Coursera: Regression Models - Course Project

Executive Summary :

The 1974 Motor Trend US magazine dataset mtcars is used to evaluate the effect of transmission design on MPG(miles per gallon), in automobiles. Collectively for all control variables considered together, there is significant effect, while for each control variable including transmission design effect is insignificant. Individually, transmission design shows significant difference on MPG. Human effort does improve efficiency - manual transmission is more efficient than auto transmission.

Loading and Exploring the Dataset :

library(knitr)
data(mtcars);kable(summary(mtcars[1:5]));kable(summary(mtcars[6:10]))
mpg cyl disp hp drat
Min. :10.4 Min. :4.00 Min. : 71.1 Min. : 52.0 Min. :2.76
1st Qu.:15.4 1st Qu.:4.00 1st Qu.:120.8 1st Qu.: 96.5 1st Qu.:3.08
Median :19.2 Median :6.00 Median :196.3 Median :123.0 Median :3.69
Mean :20.1 Mean :6.19 Mean :230.7 Mean :146.7 Mean :3.60
3rd Qu.:22.8 3rd Qu.:8.00 3rd Qu.:326.0 3rd Qu.:180.0 3rd Qu.:3.92
Max. :33.9 Max. :8.00 Max. :472.0 Max. :335.0 Max. :4.93
wt qsec vs am gear
Min. :1.51 Min. :14.5 Min. :0.000 Min. :0.000 Min. :3.00
1st Qu.:2.58 1st Qu.:16.9 1st Qu.:0.000 1st Qu.:0.000 1st Qu.:3.00
Median :3.33 Median :17.7 Median :0.000 Median :0.000 Median :4.00
Mean :3.22 Mean :17.8 Mean :0.438 Mean :0.406 Mean :3.69
3rd Qu.:3.61 3rd Qu.:18.9 3rd Qu.:1.000 3rd Qu.:1.000 3rd Qu.:4.00
Max. :5.42 Max. :22.9 Max. :1.000 Max. :1.000 Max. :5.00

The dataset evaluation shows that it has 10 control variables, 1 target variable (mpg) and 32 samples . Details related to the variables can easily be accessed in the RStudio help menu.

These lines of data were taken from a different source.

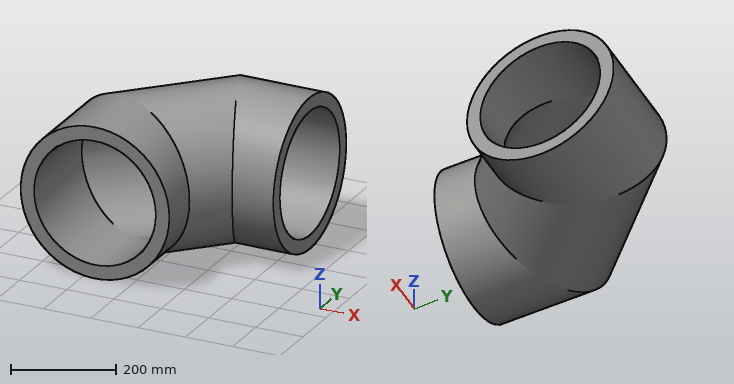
import cadquery as cq

overall_size = 462.5
outer_diameter = 315.0
wall_thickness = 28.5
end_leg_length = 152.0

outer_radius = outer_diameter / 2
inner_radius = outer_radius - wall_thickness
centreline_reach = overall_size - outer_radius

centreline_points = [
    (0, 0),
    (0, end_leg_length),
    (centreline_reach - end_leg_length, centreline_reach),
    (centreline_reach, centreline_reach),
]


def mitred_cylinder(radius):
    """Solid round bar following the centreline with sharp mitred corners."""
    path = cq.Workplane("XY").polyline(centreline_points)
    return cq.Workplane("XZ").circle(radius).sweep(path, transition="right")


result = mitred_cylinder(outer_radius).cut(mitred_cylinder(inner_radius))
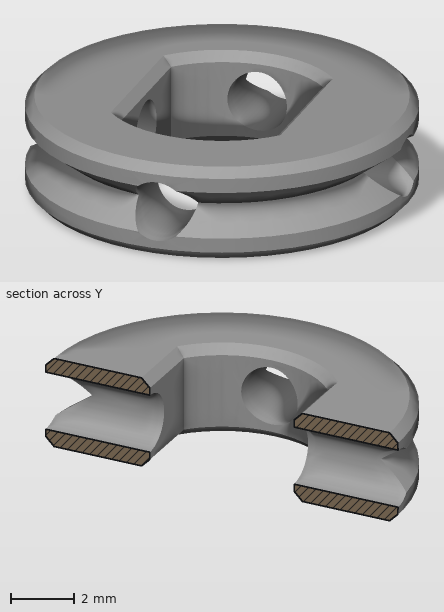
import cadquery as cq

outer_diameter = 12.5
thickness = outer_diameter / 4
edge_chamfer = 0.3

groove_width = thickness / 2
groove_depth = 1.05

bore_diameter = 7.0
bore_flat_width = 5.1

cross_hole_diameter = 2.0
hole_seam_angle = 45

outer_radius = outer_diameter / 2
half_thickness = thickness / 2
half_groove = groove_width / 2
chamfer_height = half_thickness - edge_chamfer


def grooved_disc():
    """Chamfered disc with a V groove around its rim, centred on the origin."""
    chamfer_radius = outer_radius - edge_chamfer
    profile = (
        cq.Workplane("XZ")
        .moveTo(0, -half_thickness)
        .lineTo(chamfer_radius, -half_thickness)
        .lineTo(outer_radius, -chamfer_height)
        .lineTo(outer_radius, -half_groove)
        .lineTo(outer_radius - groove_depth, 0)
        .lineTo(outer_radius, half_groove)
        .lineTo(outer_radius, chamfer_height)
        .lineTo(chamfer_radius, half_thickness)
        .lineTo(0, half_thickness)
        .close()
    )
    return profile.revolve(360, (0, 0, 0), (0, 1, 0))


def double_d_bore():
    """Cutter for the round bore with two flats, flared at both faces."""
    bore_radius = bore_diameter / 2
    round_profile = (
        cq.Workplane("XZ")
        .moveTo(0, -half_thickness)
        .lineTo(bore_radius + edge_chamfer, -half_thickness)
        .lineTo(bore_radius, -chamfer_height)
        .lineTo(bore_radius, chamfer_height)
        .lineTo(bore_radius + edge_chamfer, half_thickness)
        .lineTo(0, half_thickness)
        .close()
    )
    round_bore = round_profile.revolve(360, (0, 0, 0), (0, 1, 0))

    half_flat = bore_flat_width / 2
    flat_profile = (
        cq.Workplane("XZ")
        .moveTo(-half_flat - edge_chamfer, -half_thickness)
        .lineTo(half_flat + edge_chamfer, -half_thickness)
        .lineTo(half_flat, -chamfer_height)
        .lineTo(half_flat, chamfer_height)
        .lineTo(half_flat + edge_chamfer, half_thickness)
        .lineTo(-half_flat - edge_chamfer, half_thickness)
        .lineTo(-half_flat, chamfer_height)
        .lineTo(-half_flat, -chamfer_height)
        .close()
    )
    flat_slab = flat_profile.extrude(outer_radius, both=True)
    return round_bore.intersect(flat_slab)


def cross_hole(plane):
    """Cutter for a radial hole through the whole disc, normal to the plane."""
    hole_plane = cq.Workplane(plane).transformed(rotate=(0, 0, hole_seam_angle))
    return hole_plane.circle(cross_hole_diameter / 2).extrude(outer_radius, both=True)


result = grooved_disc().cut(double_d_bore())
for plane_name in ("XZ", "YZ"):
    result = result.cut(cross_hole(plane_name))

Fig 1 and Fig 2 in Appendix I, indicates that mileage, mpg, has a decreasing trend for an automobile for five of the control variables - carb, Cyl, disp, hp & wt and an increasing trend for other three - drat, qsec, vs, irrespective of its transmission design. For control variable gear, mileage shows a decreasing trend for manual transmission and an increasing trend for auto transmission. However, the gear types for auto transmission are 3, 4, while for manual transmission, gear types are 4, 5. This may be a reason for the difference.

Fig 3, Appendix I is a box plot of mpg(mileage) by am(transmission). The plot indicates that transmission design individually has a significant effect on mileage and yields the following hypothesis :

  1. Manual transmission has better mileage(mpg) than auto transmissions.

Data Analysis :

mtcars is data of 32 different automobiles, each of which has all of the 10 control variables as their features, hence the mileage would be the sum result of all these control variables. A multivariate regression model with significant, uncorrelated control variables, screened using step function and transmission design (am) as a factor variable, if significant, would be appropriate to evaluate statistical significance and practical importance of control variables on target variable.

fitbase=lm(mpg~factor(am)+.-am,data=mtcars) # Multivariate regression model
fittotal=step(fitbase,trace=0) #Select best fit. trace=0 to stop step printing

#List of coefficients with 95% confidence interval, X2.5=Lower limit, X97.5=Upper limit.
kable(data.frame(summary(fittotal)$coef,confint(fittotal)))
Estimate Std..Error t.value Pr…t.. X2.5.. X97.5..
(Intercept) 9.618 6.9596 1.382 0.1779 -4.6383 23.874
factor(am)1 2.936 1.4109 2.081 0.0467 0.0457 5.826
wt -3.917 0.7112 -5.507 0.0000 -5.3733 -2.460
qsec 1.226 0.2887 4.247 0.0002 0.6346 1.817
fs=summary(fittotal)$fstat;pval=pf(fs[1],fs[2],fs[3],lower.tail=F)

Second column, “Estimate” above shows the intercept, (Auto transmission, am==0), used as reference has high practical importance and coefficients (slope) of each control variable, which are essentially the rate at which the target variable, mpg increases for each unit change in the relevant control variable, keeping all other variables constant. Coefficient for manual transmission, factor(am)1, has a positive value relative to intercept indicating that manual transmission has a better mpg relative to auto transmission for all other variables held constant. Also the P value, 0.0467, (column Pr) for a confidence interval of 95%(\(\alpha\)=0.05) indicates that it is statistically significant. Coefficients also show that only two other control variables - wt & qsec - have a statitically significant effect on mpg.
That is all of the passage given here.